GREECE bonds. Guess around 59% voted yes already
For the foreign law bonds the situation is slightly more complicated. For each one of them there would be a bondholder’s meeting held on the 27th-29th of March in London (also one in Zurich for the CHF bond). Bondholder’s would be asked to vote whether they accept the exchange offer of the Hell.Republic or not. As each one of these bonds has already Collective Action Clauses a 2/3 or ¾ majority would be needed in order to successfully pass the amendment.
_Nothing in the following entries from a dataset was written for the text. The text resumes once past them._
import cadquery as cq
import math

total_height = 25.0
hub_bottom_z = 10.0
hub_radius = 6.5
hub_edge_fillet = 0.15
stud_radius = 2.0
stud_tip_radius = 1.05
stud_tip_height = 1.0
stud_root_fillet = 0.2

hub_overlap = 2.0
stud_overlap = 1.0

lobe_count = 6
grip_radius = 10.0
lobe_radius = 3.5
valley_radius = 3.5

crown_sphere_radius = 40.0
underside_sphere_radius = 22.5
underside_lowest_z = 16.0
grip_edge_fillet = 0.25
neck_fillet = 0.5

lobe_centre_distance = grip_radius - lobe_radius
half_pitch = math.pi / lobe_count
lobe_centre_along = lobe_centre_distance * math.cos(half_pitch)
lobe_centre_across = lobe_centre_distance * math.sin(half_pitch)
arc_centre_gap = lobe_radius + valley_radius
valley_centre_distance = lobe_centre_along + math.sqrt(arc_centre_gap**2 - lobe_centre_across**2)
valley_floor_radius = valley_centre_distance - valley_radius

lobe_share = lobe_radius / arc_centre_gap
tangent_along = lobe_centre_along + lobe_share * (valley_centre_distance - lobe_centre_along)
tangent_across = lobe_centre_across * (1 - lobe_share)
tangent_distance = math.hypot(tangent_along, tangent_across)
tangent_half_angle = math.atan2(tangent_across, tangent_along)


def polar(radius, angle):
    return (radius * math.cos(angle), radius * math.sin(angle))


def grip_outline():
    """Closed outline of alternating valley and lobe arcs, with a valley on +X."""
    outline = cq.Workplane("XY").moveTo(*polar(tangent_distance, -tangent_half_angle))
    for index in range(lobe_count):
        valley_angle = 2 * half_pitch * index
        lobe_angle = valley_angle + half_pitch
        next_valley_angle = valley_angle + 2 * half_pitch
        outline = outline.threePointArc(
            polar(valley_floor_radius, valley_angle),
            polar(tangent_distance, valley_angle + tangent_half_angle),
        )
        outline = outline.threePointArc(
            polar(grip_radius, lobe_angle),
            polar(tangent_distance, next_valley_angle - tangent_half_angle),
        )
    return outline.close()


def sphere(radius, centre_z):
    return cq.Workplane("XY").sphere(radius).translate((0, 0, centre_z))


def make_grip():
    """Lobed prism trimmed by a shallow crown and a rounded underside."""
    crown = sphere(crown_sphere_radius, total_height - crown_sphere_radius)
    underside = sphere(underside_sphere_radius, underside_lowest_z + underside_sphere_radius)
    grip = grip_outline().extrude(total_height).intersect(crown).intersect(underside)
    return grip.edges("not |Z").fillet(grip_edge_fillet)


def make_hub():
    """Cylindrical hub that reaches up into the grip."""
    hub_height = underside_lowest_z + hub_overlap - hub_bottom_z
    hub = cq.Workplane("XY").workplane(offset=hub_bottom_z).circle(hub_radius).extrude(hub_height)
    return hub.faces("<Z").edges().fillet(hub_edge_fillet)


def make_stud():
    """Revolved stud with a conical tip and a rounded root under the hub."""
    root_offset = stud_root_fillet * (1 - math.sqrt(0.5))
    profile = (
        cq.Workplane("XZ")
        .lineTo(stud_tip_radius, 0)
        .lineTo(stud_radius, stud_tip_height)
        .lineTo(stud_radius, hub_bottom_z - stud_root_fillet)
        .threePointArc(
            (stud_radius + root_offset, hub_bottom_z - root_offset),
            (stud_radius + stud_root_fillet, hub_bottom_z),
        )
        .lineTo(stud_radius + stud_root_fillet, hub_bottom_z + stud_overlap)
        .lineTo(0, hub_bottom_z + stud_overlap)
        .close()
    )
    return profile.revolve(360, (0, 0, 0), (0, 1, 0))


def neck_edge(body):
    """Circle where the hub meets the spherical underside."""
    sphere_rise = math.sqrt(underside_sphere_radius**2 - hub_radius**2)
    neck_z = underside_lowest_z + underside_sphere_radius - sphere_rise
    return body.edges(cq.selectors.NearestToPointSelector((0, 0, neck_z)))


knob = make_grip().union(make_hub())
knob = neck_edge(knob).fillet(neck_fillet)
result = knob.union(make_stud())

What are the chances of this happening and what are the possible implications? According to Greece’s statement 69% (or 19.5billion) of the non-eligible bonds were tendered or consented to the amendments. There are 28.31billion of non-eligible bonds but only 21billion are foreign law bonds. The rest 6.7billion are Greek law loans and one can safely assume that the Greek banks obliged and tendered all of them. If we subtract this 6.7billion then we find that the percentage of Foreign law bonds that voted yes is 59% or 12.8billion out of 21.6billion. This unfortunately does not say much as we need to know the percentages bond by bond. In any case, most of these bonds have a 2/3 CAC majority.
Now what would happen if someone has a blocking minority or even the whole bond (some are wholly owned by one non-greek investor). Assuming that they turn down the bond amendment then the Hell.Republic would have a dilemma:
1. Continue to service these bonds and then try to buy them off in the secondary market. The Invitation offering allows for such a strategy.
2. Stops paying them, in other words Greece causes a Failure to Pay.
The second outcome is slightly more worrisome than the CDS trigger event. This time it is not a restructuring event but the state refusing to pay. So far, Greece has never failed a payment. Doing so may actually have unpredictable consequences. Apart from tarnishing the already non-existing reputation of the Hell.Republic it may also trigger many other unforeseen events. Forexample Greece has more than 40 Bilateral Investment treaties. Are these under threat? What would the IMF say? It is very unclear as to what would happen if days after the exit from the restructuring and the upgrade by many rating agencies Greece were to declare a moratorium on some of the foreign law bonds.